In this study, the phosphazene chitosan derivative was manufactured and characterized. adsorption of molybdenum (Mo) from solutions using prepared working material as sorbent was examined. Nuclear magnetic resonance spectroscopy ((HNMR)-H-1), Carbon-13 ((CNMR)-C-13) nuclear magnetic resonance, Gas Chromatography-Mass Spectrometry (GC-MS), Phosphorus-31 nuclear magnetic resonance (P-31-NMR), scanning electron microscopy (SEM), Brunauer-Emmett-Teller analysis (BET surface area) and Fourier-transform infrared spectroscopy (FTIR) were used to characterize and confirm the prepared adsorbent.

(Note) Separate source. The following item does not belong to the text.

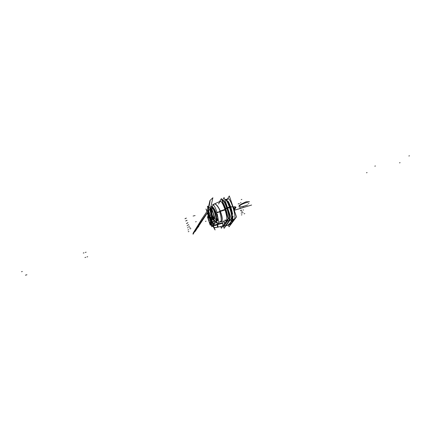 <?xml version="1.0" encoding="UTF-8"?>
<svg xmlns="http://www.w3.org/2000/svg" width="431" height="431" viewBox="0 0 431 431"><rect width="100%" height="100%" fill="white"/><g stroke="black" fill="none" stroke-linecap="round" stroke-linejoin="round"><path stroke-width="0.65" d="M224.077 197.511L231.237 218.495L224.115 228.311L223.447 226.323L224.115 228.311L231.231 218.495L224.077 197.517L222.304 200.512L224.077 197.517M225.623 225.666L229.281 220.607L227.552 221.028L223.953 226.081L225.623 225.666L229.281 220.607L225.623 225.666L229.281 220.607L227.552 221.028L223.953 226.081L225.623 225.666L229.281 220.607L227.552 221.028L223.953 226.081L225.623 225.666L229.281 220.607L227.552 221.028L223.953 226.081L225.623 225.666L229.281 220.607L225.623 225.666M229.346 220.505C231.442 217.585 224.271 196.897 222.525 200.76C224.271 196.897 231.442 217.585 229.346 220.505C231.442 217.585 224.271 196.897 222.525 200.76C224.271 196.897 231.442 217.585 229.346 220.505C231.442 217.585 224.271 196.897 222.525 200.76C224.271 196.897 231.442 217.585 229.346 220.505C231.442 217.585 224.271 196.897 222.525 200.76C224.271 196.897 231.442 217.585 229.346 220.505M221.669 199.537L221.863 199.208L228.462 218.598L221.658 227.773M225.892 211.955L224.012 206.427M226.878 220.844L227.487 221.044L226.878 220.844M227.616 220.925L227.913 219.379L227.616 220.925L227.913 219.379L227.616 220.925L223.98 226.038M227.665 216.254C226.679 210.791 225.127 206.228 223.01 202.575C225.127 206.228 226.679 210.791 227.665 216.254C226.679 210.791 225.127 206.228 223.01 202.575C225.127 206.228 226.679 210.791 227.665 216.254M223.102 202.845C225.084 206.379 226.561 210.721 227.536 215.872M227.843 219.476L227.379 221.168M229.319 220.597L228.694 220.747M228.759 220.645C230.66 218.14 224.686 199.51 222.353 200.641L222.919 200.437M222.859 200.458C225.127 198.971 231.264 217.838 229.357 220.483M225.612 225.747L223.818 226.194L227.557 220.941L229.421 220.483M227.687 220.909L226.948 220.737M223.942 226.156L223.231 226M223.328 225.86L223.921 226.054M223.894 226.092L223.301 225.903L224.519 225.941M223.495 226.323L223.975 225.946M224.842 199.752L225.532 199.51C227.897 197.985 234.141 217.213 232.115 219.821L230.978 221.372M222.795 200.48C225.079 198.993 231.226 217.957 229.281 220.516L225.494 225.779M231.932 219.955L231.388 220.085M231.452 219.982C233.462 217.386 227.239 198.217 224.896 199.736L224.842 199.758M225.127 199.844C226.948 195.906 234.238 216.874 232.05 219.837C234.238 216.874 226.948 195.906 225.127 199.844C226.948 195.906 234.238 216.874 232.05 219.837C234.055 217.278 227.945 198.282 225.526 199.515C227.929 198.282 234.011 217.111 232.072 219.805M231.813 220.085C234.324 218.646 228.031 198.276 225.461 199.531L225.338 199.58M228.15 198.896L225.461 199.531L227.029 199.763M228.231 201.342C230.202 204.854 231.668 209.137 232.627 214.196M232.923 216.556L232.627 219.632M232.562 219.729L234.464 219.045L233.645 220.128L234.464 219.045L232.056 219.912M229.114 224.26L231.064 221.626M232.244 221.146L231.021 221.696M229.874 220.37L232.126 219.821M226.054 225.639L228.112 225.133L229.001 223.926L228.107 225.138L229.001 223.926M229.028 224.012L228.225 225.106M231.108 221.13L231.986 219.939M228.182 225.036L227.66 225.165M228.236 225.02L229.012 223.969M231.743 221.582L230.968 221.755M230.391 223.36L229.551 223.673M230.251 223.344L231.991 222.816M230.246 223.123L231.835 222.547L229.836 223.285L231.835 222.547L232.864 221.173M230.612 224.228L228.231 225.095M234.599 218.916L232.002 219.858L230.946 221.286L232.002 219.858L234.599 218.916L232.002 219.858L230.946 221.286M232.029 220.715L233.645 220.128L231.194 221.081L233.645 220.128L234.464 219.045M228.791 224.82L230.887 223.808M231.399 223.129L229.815 223.7M232.104 221.135L233.828 220.467M228.446 225.057L229.044 226.814L236.506 216.912L229.324 195.965L236.506 216.912L229.044 226.814L236.506 216.912L229.324 195.965L236.506 216.912L229.044 226.814L228.446 225.057M227.406 199.068L229.324 195.965L227.406 199.068M227.687 199.23C229.534 195.34 236.732 216.006 234.529 218.943C236.732 216.006 229.534 195.34 227.687 199.23C229.534 195.34 236.732 216.006 234.529 218.943C236.732 216.006 229.534 195.34 227.687 199.23M229.89 224.109L231.576 223.452M230.025 224.12L229.163 224.206M228.699 224.928L230.429 224.335M231.603 221.556L233.365 221.022M232.438 217.224L233.273 216.076L232.438 217.224M226.776 200.173L227.455 199.074L226.776 200.173M219.6 201.6L221.345 198.578L228.144 218.565L224.556 223.657L223.7 221.125M214.196 204.014L220.257 201.304C221.534 201.347 223.118 204.132 225.004 209.66C227.277 216.491 227.412 222.929 225.095 219.767C227.412 222.929 227.277 216.491 225.004 209.66C223.398 204.892 221.943 202.107 220.64 201.309C219.805 201.751 219.131 202.656 218.625 204.019C219.131 202.656 219.805 201.751 220.64 201.309C221.943 202.107 223.398 204.892 225.004 209.66L220.225 211.168C217.973 206.217 215.963 203.831 214.196 204.014C215.963 203.831 217.973 206.217 220.225 211.168L225.004 209.66C226.835 215.802 227.245 219.422 226.232 220.521L221.222 221.712M213.377 219.163C211.842 217.607 210.382 215.263 208.992 212.144C210.382 215.263 211.842 217.607 213.377 219.163C211.842 217.607 210.382 215.263 208.992 212.144C210.382 215.263 211.842 217.607 213.377 219.163C211.842 217.607 210.382 215.263 208.992 212.144L208.496 211.077L209.994 209.013C210.129 211.707 210.926 214.406 212.391 217.111C210.926 214.406 210.129 211.707 209.994 209.013L208.496 211.077L209.994 209.013C210.166 211.987 211.088 214.902 212.758 217.763C211.088 214.902 210.166 211.987 209.994 209.013L208.652 210.867L209.994 209.013C210.166 211.987 211.088 214.902 212.758 217.763M209.03 212.192L208.48 211.001M212.58 204.784L212.725 204.671C213.851 204.709 215.301 207.295 217.079 212.424L225.241 209.875L224.034 206.487M225.171 209.827L225.047 209.434L219.541 211.179C221.286 217.17 221.658 220.726 220.661 221.846L220.613 221.852M221.13 221.728C222.811 220.936 222.509 217.418 220.225 211.168C222.509 217.413 222.811 220.936 221.13 221.728M219.034 224.018L217.246 214.045L219.034 224.018L215.543 221.135L215.947 220.855L215.543 221.135L219.034 224.018M213.528 219.471L209.25 215.936L208.13 209.935L209.25 215.936L213.528 219.471M207.887 208.652L207.424 206.153L208.238 206.81L207.424 206.153L207.887 208.652M211.422 209.364L208.609 207.106L211.422 209.364M208.992 212.144L208.652 210.867L208.992 212.144M217.558 217.348L216.577 213.674C218.172 218.091 218.264 220.591 216.841 221.173C218.264 220.591 218.172 218.091 216.577 213.674L217.558 217.348L216.577 213.674C218.172 218.091 218.264 220.591 216.841 221.173C218.264 220.591 218.172 218.091 216.577 213.674L217.558 217.348L216.577 213.674C218.172 218.091 218.264 220.591 216.841 221.173L217.655 218.167M220.23 210.953C222.498 216.82 222.859 220.397 221.319 221.69M216.206 212.833L217.752 217.924M217.763 218C218.011 220.618 217.429 221.582 216.012 220.887M216.577 213.674L216.303 212.946C214.159 207.968 212.278 205.84 210.662 206.562L210.026 208.243M214.347 203.949C216.157 203.788 218.194 206.26 220.456 211.362L216.351 213.162C212.558 204.606 210.134 208.022 208.626 210.98M207.37 212.968L195.232 231.372L194.419 231.986M207.613 210.538L201.773 219.104L193.04 233.295L193.066 234.243C197.468 226.738 202.678 218.953 208.696 210.888M207.844 208.916L207.548 209.013L207.974 210.042M216.577 221.987L215.732 222.24L215.338 221.243M214.816 221.281L214.433 221.394L214.126 220.5M214.088 220.446L213.781 220.187M213.275 220.462L212.833 219.147M212.488 218.732L212.187 218.824L212.036 218.237M212.542 218.921L212.855 219.207M215.861 220.952C217.31 220.004 213.216 206.594 211.643 207.139M213.873 208.954C215.694 212.408 217.337 219.616 216.529 220.548L216.238 220.699C216.739 219.681 216.486 217.418 215.484 213.916L215.258 213.221C213.884 209.347 212.704 207.316 211.707 207.133M210.533 208.356L210.813 211.098M210.883 211.476C212.316 217.418 213.754 220.699 215.198 221.319L217.359 220.031M213.781 219.514L215.338 221.178L217.294 220.144M211.255 209.234L211.325 207.516M210.748 208.83L211.244 207.559L210.748 208.83M216.319 213.086L216.421 213.383M216.303 212.946C214.159 207.968 212.278 205.84 210.662 206.562C211.292 205.921 212.262 206.374 213.571 207.925L216.303 212.946L213.571 207.925C212.262 206.374 211.292 205.921 210.662 206.562C211.292 205.921 212.262 206.374 213.571 207.925L216.303 212.946M216.841 221.173L217.143 220.947L216.841 221.173M220.753 226.49L221.34 228.231L224.691 223.468L223.883 221.081M222.084 222.789L222.725 222.649L222.768 223.15L222.725 222.649L222.084 222.789L222.725 222.649L222.768 223.15L217.429 224.529L222.768 223.15L222.725 222.649L222.084 222.789L222.725 222.649L222.768 223.15L217.429 224.529L217.31 224.233L217.822 227.164M222.859 223.231L214.379 225.429L214.234 220.817L214.379 225.429L222.859 223.231L214.379 225.429L214.234 220.817L214.379 225.429L222.859 223.231L214.379 225.429L214.234 220.817L214.379 225.429L222.859 223.231L214.379 225.429L214.234 220.817M216.701 222.493L213.259 223.737M216.658 222.057L217.542 224.578C215.678 225.558 214.261 225.79 213.291 225.262M208.652 212.758L208.286 213.092M209.089 215.091L207.812 212.338L209.089 215.091L207.812 212.338L208.302 213.393L207.812 212.338L207.699 213.226L212.359 222.859L209.611 216.233L212.359 222.859L207.699 213.226L207.812 212.338L207.699 213.226L212.359 222.859L207.699 213.226L207.801 212.435L207.699 213.226L212.359 222.859L209.611 216.233M216.61 224.853C215.134 225.591 214.029 225.704 213.286 225.203L212.655 223.576L213.286 225.203C214.029 225.704 215.134 225.591 216.61 224.853C215.134 225.591 214.029 225.704 213.286 225.203L212.655 223.576L213.286 225.203C214.029 225.704 215.134 225.591 216.61 224.853C215.134 225.591 214.029 225.704 213.286 225.203L212.666 223.603M208.448 211.632L207.866 212.052L208.329 211.373M208.696 212.989L208.388 213.275M208.469 211.75L207.855 212.203M216.96 227.369L217.014 227.358C217.434 227.229 217.531 226.253 217.305 224.432M217.795 227.18L222.31 226.124C222.795 225.973 222.946 224.982 222.768 223.15L217.429 224.529L217.31 224.233L217.429 224.529L222.768 223.15M215.069 229.96L212.979 226.183L215.069 229.96L209.563 215.381L207.753 212.144L209.563 215.381L215.069 229.96M207.187 211.125L205.975 208.949L206.934 211.481L205.975 208.949L207.187 211.125M208.415 215.398L207.376 212.65L208.415 215.398M212.413 225.02L213.555 226.329C213.749 227.105 213.571 227.051 213.027 226.162C213.571 227.051 213.749 227.105 213.555 226.329L213.076 226.135L213.555 226.329C213.749 227.105 213.571 227.051 213.027 226.162C213.571 227.051 213.749 227.105 213.555 226.329C213.749 227.105 213.571 227.051 213.027 226.162M217.881 227.159C218.14 227.029 218.005 226.108 217.488 224.395M207.828 212.451C207.532 212.725 207.618 213.701 208.087 215.381M210.953 206.384L212.882 197.754L209.929 200.571L210.032 201.611L207.823 212.499M208.318 211.815L208.232 211.502M207.871 210.183L207.548 209.013M222.897 222.547L218.98 223.732M218.765 223.797L213.792 225.3L213.42 224.007M217.019 222.353L213.103 223.533L212.752 222.444M214.428 221.372L212.564 222.17M214.385 221.254L212.429 221.846L211.971 220.483M212.909 219.374L211.928 219.665L211.847 220.214M212.715 219.25L211.761 219.535L211.362 218.619M211.082 218.35L210.985 217.369M208.415 212.084L208.265 211.691M211.174 218.786L211.034 218.275M211.874 220.65L211.783 220.187M212.58 222.633L212.515 222.186M213.205 224.212L213.156 223.824M217.116 222.434L216.696 222.568M208.248 211.847L208.545 212.154L208.248 211.847M213.399 225.833L212.219 226.577M211.95 226.501L210.684 224.664M213.431 225.93L211.793 226.803C212.305 225.758 211.923 223.139 210.651 218.932M207.5 217.041L208.566 215.128L211.314 223.317L210.209 225.133L207.5 217.041M208.081 216.249C207.365 217.235 210.086 225.365 210.705 224.077C211.454 223.139 208.679 214.859 208.081 216.249C207.365 217.235 210.086 225.365 210.705 224.077C211.454 223.139 208.679 214.859 208.081 216.249C207.365 217.235 210.086 225.365 210.705 224.077C211.454 223.139 208.679 214.859 208.081 216.249C207.365 217.235 210.086 225.365 210.705 224.077C211.454 223.139 208.679 214.859 208.081 216.249C207.365 217.235 210.086 225.365 210.705 224.077C211.454 223.139 208.679 214.859 208.081 216.249M209.854 219.368C211.023 224.309 210.716 224.831 208.938 220.936C207.764 216.012 208.071 215.489 209.854 219.368C211.023 224.309 210.716 224.831 208.938 220.936C207.764 216.012 208.071 215.489 209.854 219.368C211.023 224.309 210.716 224.831 208.938 220.936C207.764 216.012 208.071 215.489 209.854 219.368C211.023 224.309 210.716 224.831 208.938 220.936C207.764 216.012 208.071 215.489 209.854 219.368C211.023 224.309 210.716 224.831 208.938 220.936C207.764 216.012 208.071 215.489 209.854 219.368M212.004 224.944L210.797 224.163M208.265 215.058L208.071 216.017M210.764 224.222L212.009 225.025L210.764 224.222M208.065 215.441L208.006 216.136M212.014 225.09L210.732 224.276M211.933 209.089L210.775 211.158L213.604 219.562L214.794 217.601L211.933 209.089M211.405 210.296C212.052 208.798 214.95 217.407 214.142 218.425C213.469 219.81 210.63 211.373 211.405 210.296C210.63 211.373 213.469 219.81 214.142 218.425C214.95 217.407 212.052 208.798 211.405 210.296C212.052 208.798 214.95 217.407 214.142 218.425C213.469 219.81 210.63 211.373 211.405 210.296C212.052 208.798 214.95 217.407 214.142 218.425C213.469 219.81 210.63 211.373 211.405 210.296C210.63 211.373 213.469 219.81 214.142 218.425C214.95 217.407 212.052 208.798 211.405 210.296M212.278 215.198C214.148 219.223 214.476 218.657 213.27 213.501C211.395 209.498 211.066 210.064 212.278 215.198C211.066 210.064 211.395 209.498 213.27 213.501C214.476 218.657 214.148 219.223 212.278 215.198C214.148 219.223 214.476 218.657 213.27 213.501C211.395 209.498 211.066 210.064 212.278 215.198C214.148 219.223 214.476 218.657 213.27 213.501C211.395 209.498 211.066 210.064 212.278 215.198C211.066 210.064 211.395 209.498 213.27 213.501C214.476 218.657 214.148 219.223 212.278 215.198M215.78 219.487L216.076 218.797L215.78 219.487M215.834 219.438L216.044 218.49M213.237 209.1L212.397 208.437M211.357 210.118L212.3 208.566L211.357 210.118L211.508 209.191L211.357 210.118L212.3 208.566L213.097 208.825L212.467 208.41L213.097 208.825L212.3 208.566L211.589 209.062M214.164 218.636L215.926 219.406M211.325 210.183L211.384 209.455M215.888 219.368L214.202 218.576L215.985 219.336M211.395 210.053L211.713 208.9L212.397 208.48M214.239 218.512L216.023 219.25M224.96 209.013L229.642 207.602L224.96 209.008M232.929 206.928C235.369 206.611 236.333 206.864 235.822 207.688L234.157 210.053L235.822 207.688C236.333 206.864 235.369 206.611 232.929 206.928C235.369 206.611 236.333 206.864 235.822 207.688C236.333 206.864 235.369 206.611 232.929 206.928C235.374 206.605 236.344 206.858 235.827 207.688L235.008 208.852L233.64 209.261L235.008 208.852L235.827 207.688C236.344 206.858 235.374 206.605 232.929 206.928M233.543 208.265L233.446 207.99L233.543 208.265M232.993 207.139C234.82 206.966 235.509 207.225 235.073 207.914L233.963 209.498L235.073 207.914C235.509 207.225 234.82 206.966 232.993 207.139M225.187 208.739L227.681 207.995M244.797 213.614L244.156 213.808M198.12 226.981L198.788 226.781M194.403 215.759L195.071 215.565M241.026 202.683L240.385 202.877M22.31 271.487L21.55 271.719L22.31 271.487M25.445 275.193L26.911 274.752M227.563 208.017L228.775 207.656M241.861 199.397L241.215 199.591M193.136 216.039L193.794 215.845M195.588 221.846L196.25 221.647M243.553 206.53L242.906 206.724M228.306 224.998L230.628 224.152M234.135 208.195L233.096 207.451L234.135 208.195L233.721 208.787L234.135 208.195M230.283 207.333L227.703 208.13M408.868 155.979L409.45 155.806M230.159 207.37L232.815 206.605M233.688 209.439L234.96 209.057L233.688 209.439M226.162 208.162L227.837 207.677L226.162 208.162M233.769 209.73L234.55 209.498L234.157 210.059L234.55 209.498L233.769 209.73M226.081 208.286L227.757 207.807L226.081 208.286M399.526 162.848L400.092 162.676M86.098 252.194L85.365 252.415L86.098 252.194M233.117 207.51L233.979 208.238L233.677 208.669L233.979 208.238L233.117 207.51M233.645 208.566L234.033 208.001L233.413 207.898L234.033 208.001L233.413 207.898L234.033 208.001L233.645 208.566M227.503 208.189L227.961 207.494L231.011 206.584L227.961 207.494L231.011 206.584L227.961 207.494L227.503 208.189M233.37 208.318L234.141 208.087L233.37 208.318M375.417 165.978L374.819 166.156M367.077 172.594L366.501 172.766M84.002 252.825L83.269 253.04L84.002 252.825M87.682 256.72L86.981 256.93L87.682 256.72M85.672 257.323L84.966 257.533L85.672 257.323M212.144 206.497L213.21 205.054L212.144 206.497M213.507 204.655L213.981 204.143M214.175 204.025C215.823 202.656 220.505 210.775 220.225 211.168L225.004 209.66C223.398 204.892 221.943 202.107 220.64 201.309C219.805 201.751 219.131 202.656 218.625 204.019C219.131 202.656 219.805 201.751 220.64 201.309C221.943 202.107 223.398 204.892 225.004 209.66L220.225 211.168C220.505 210.775 215.823 202.656 214.175 204.025C215.823 202.656 220.505 210.775 220.225 211.168L225.004 209.66C227.277 216.491 227.412 222.929 225.095 219.767C227.412 222.929 227.277 216.491 225.004 209.66M217.924 226.959L217.31 224.233M234.437 210.242L251.607 205.037L234.442 210.247M236.738 209.558L237.249 209.407L236.738 209.558M220.085 221.394C222.816 222.337 222.865 218.926 220.225 211.168M242.648 207.769L233.936 210.371L242.648 207.769M233.925 210.333L242.691 207.71L233.925 210.333M249.468 201.724C244.894 202.882 241.403 204.283 238.995 205.921C239.491 205.016 241.538 203.793 245.12 202.241L246.133 201.794L249.468 201.724C244.894 202.882 241.403 204.283 238.995 205.921C239.491 205.016 241.538 203.793 245.12 202.241L246.133 201.794L249.468 201.724C244.894 202.882 241.403 204.283 238.995 205.921C239.491 205.016 241.538 203.793 245.12 202.241L246.133 201.794L249.468 201.724C244.894 202.882 241.403 204.283 238.995 205.921C239.491 205.016 241.538 203.793 245.12 202.241L246.133 201.794L249.468 201.724M239.474 207.036C241.468 206.928 244.183 206.228 247.626 204.935C243.493 206.535 240.627 207.225 239.016 207.02L239.474 207.036C241.468 206.928 244.183 206.228 247.626 204.935C243.493 206.535 240.627 207.225 239.016 207.02L239.474 207.036C241.468 206.928 244.183 206.228 247.626 204.935C243.493 206.535 240.627 207.225 239.016 207.02L239.474 207.036C241.468 206.928 244.183 206.228 247.626 204.935C243.493 206.535 240.627 207.225 239.016 207.02L239.474 207.036M234.211 210.226L234.863 210.145L234.211 210.215M233.914 210.274L234.599 210.032L233.914 210.274M233.904 210.242L234.793 209.983L233.904 210.247M185.713 218.312L186.386 218.113M186.445 220.537L187.113 220.338M187.302 222.913L187.97 222.714M188.061 224.842L188.735 224.643M188.773 226.431L189.446 226.227M189.527 227.854L190.2 227.649M190.184 228.834L190.858 228.629M243.122 212.639L242.47 212.839M242.319 211.626L241.667 211.82M241.371 210.032L240.724 210.226M240.444 208.054L239.798 208.248M239.561 205.953L238.914 206.147M238.79 203.744L238.144 203.938M209.315 215.387L209.989 215.188L209.315 215.387M248.267 203.75L248.919 203.556L248.267 203.75M208.356 213.216L208.685 212.919M207.349 212.693L207.44 213.431M234.227 210.258L234.577 210.215L234.227 210.258M185.621 218.533L184.953 218.732M186.354 220.747L185.686 220.947M187.124 223.323L186.456 223.522M187.733 225.575L187.065 225.774M188.223 227.627L187.555 227.832M188.638 229.745L187.975 229.944M188.897 231.517L188.234 231.716M241.322 214.961L241.963 214.767M241.144 213.156L241.786 212.962M240.746 210.867L241.387 210.673M240.159 208.448L240.8 208.254M239.491 206.056L240.132 205.862M238.731 203.831L239.377 203.637M206.066 221.157L205.42 221.351L206.066 221.157M243.574 209.886L242.939 210.08L243.574 209.886M211.858 226.722L212.418 226.426M216.114 219.304L216.076 218.797L216.114 219.304M209.391 220.155L208.744 220.349L209.391 220.155M209.552 220.106L208.906 220.3L209.552 220.106M212.3 208.566L213.097 208.825M216.076 218.797L215.931 219.357M223.042 226.27L223.624 226.302M223.603 226.307L225.391 225.871M227.945 225.241L225.995 225.72M212.224 218.393L213.991 220.295M212.725 204.671L220.408 201.234M220.661 221.846L226.34 220.5M220.699 221.836L218.711 222.218M217.014 227.358L222.412 226.103M214.159 227.557L217.057 227.347L214.805 227.687M207.473 213.571L207.92 214.999M209.929 200.571L207.537 211.238M213.437 225.941L212.294 226.55M211.508 209.191L212.435 208.421"/></g></svg>

Many variables, including pH of the aqueous solution, the amount of adsorbent dosed, initial concentration of Mo(VI), contact time, and temperature were examined using the batch adsorption technique. When Mo(VI) is exposed to foreign ions, its desorption behavior changes. (Cr6+, Cl-, Co2+, Fe3+, and sulfate) were investigated. Cr6+ had a greater impact on the adsorption process in compared with other foreign ions. The maximum capability for Mo(VI) adsorption on the created adsorbent was 305.07 +/- 2.36 mg/g, which was obtained at room temperature. The adsorption isotherms were best fitted with the Freundlich isotherm model. The kinetic data fitted well with the pseudo-second-order equation. The thermodynamic studies found that the adsorption was an exothermic and spontaneous process in nature.